Ordinary, non-political suicides are those whose lives have come to feel worthless to them, and who accordingly need a quick way out. Martyrs are more or less the opposite. People like Rosa Luxemburg or Steve Biko give up what they see as precious (their lives) for an even more valuable cause. They die not because they see death as desirable in itself, but in the name of a more abundant life all round.
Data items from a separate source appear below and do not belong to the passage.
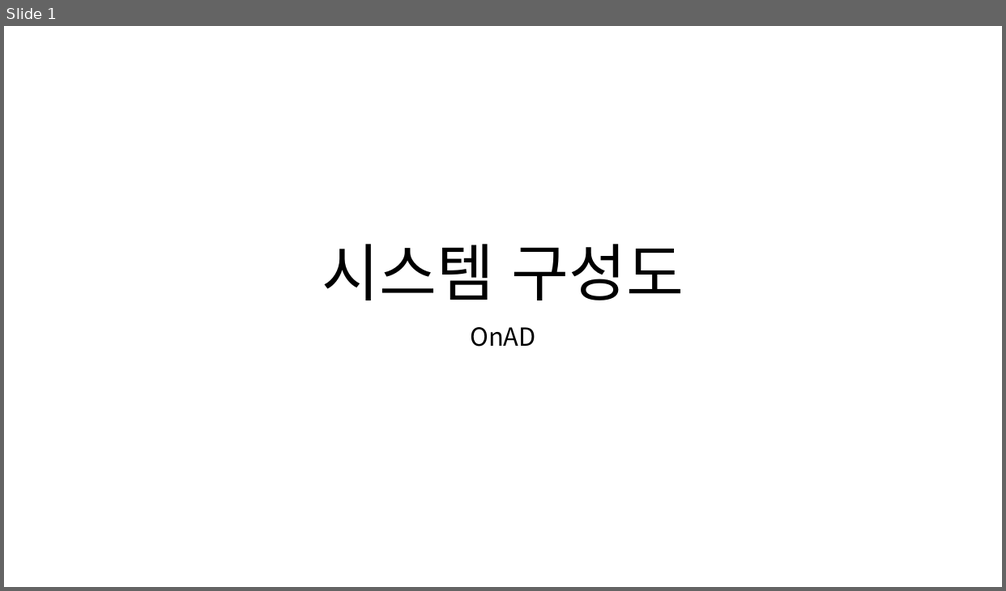
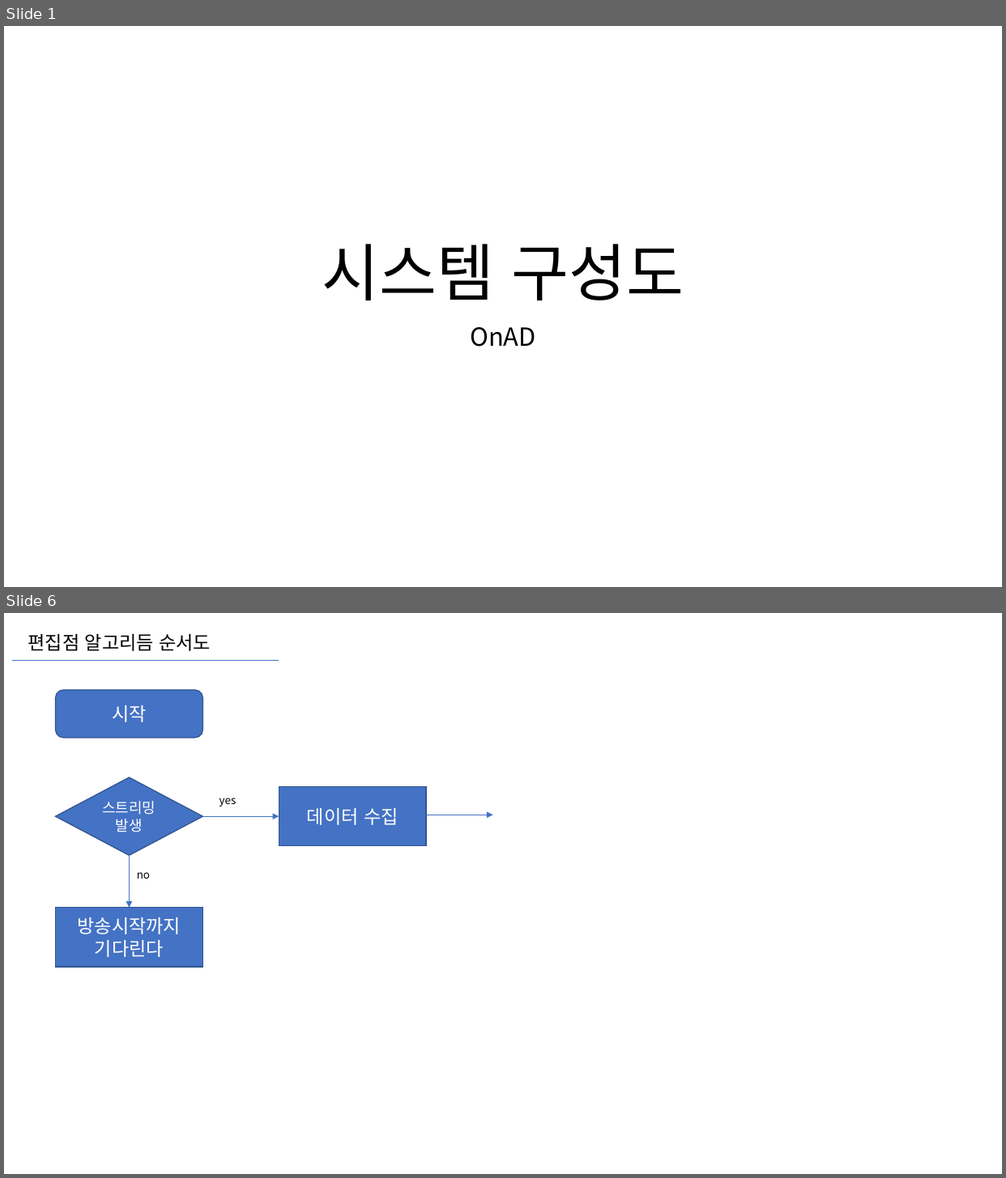
Before and after one commit to chanuuuuu/OnAD_project, a slide deck: docs/19_시스템구성도/시스템구성도.pptx. Shown one above the other, each under a label of ours: slide 1 before the commit, slides 1 and 6 after it; the slides between them are not shown. The pictures are 1006x591 and 1006x1178 pixels, drawn with LibreOffice and Linux fonts; fonts in the diff are those of the drawing. Boxes give left, top, right and bottom in pixels: in the first picture for what was removed or moved away, otherwise in the second. Text is boxed around its words. In the diff, an @@ line names an element or a change of style, - is before the commit and + after.

```diff
--- a/docs/19_시스템구성도/시스템구성도.pptx
+++ b/docs/19_시스템구성도/시스템구성도.pptx
@@ slide 6 added at (4,613,1002,1174), background #FFFFFF @@
@@ text added at (28,634,211,651), 18 pt, text #000000 @@
+편집점 알고리듬 순서도
@@ line added from (12, 661) to (279, 661), #4472C4 0.5 pt @@
@@ rounded rectangle added at (56,690,203,738), fill #4472C4, outline #325491 1 pt, 18 pt, text #FFFFFF @@
+시작
@@ diamond added at (56,777,203,855), fill #4472C4, outline #325491 1 pt, 14 pt, text #FFFFFF @@
+스트리밍 발생
@@ text added at (219,798,236,807), 10.5 pt, text #000000 @@
+yes
@@ rectangle added at (279,786,426,845), fill #4472C4, outline #325491 1 pt, 18 pt, text #FFFFFF @@
+데이터 수집
@@ arrow added from (203, 816) to (279, 816), #4472C4 0.5 pt @@
@@ arrow added from (426, 815) to (493, 815), #4472C4 0.5 pt @@
@@ arrow added from (129, 855) to (129, 908), #4472C4 0.5 pt @@
@@ text added at (137,872,150,879), 10.5 pt, text #000000 @@
+no
@@ rectangle added at (56,908,203,967), fill #4472C4, outline #325491 1 pt, 18 pt, text #FFFFFF @@
+방송시작까지 기다린다
```
Also in this commit, not shown: 3 slides changed, 1 other slide added, 1 slide removed.

Suicide bombers also die in the name of a better life for others; it is just that, unlike martyrs, they take others with them in the process. The martyr bets his life on a future of justice and freedom; the suicide bomber bets your life on it. But both believe that a life is only worth living if it contains something worth dying for. On this theory, what makes existence meaningful is what you are prepared to relinquish it for. This used to be known as God; in modern times it is mostly known as the nation. For Islamic radicals it is both inseparably.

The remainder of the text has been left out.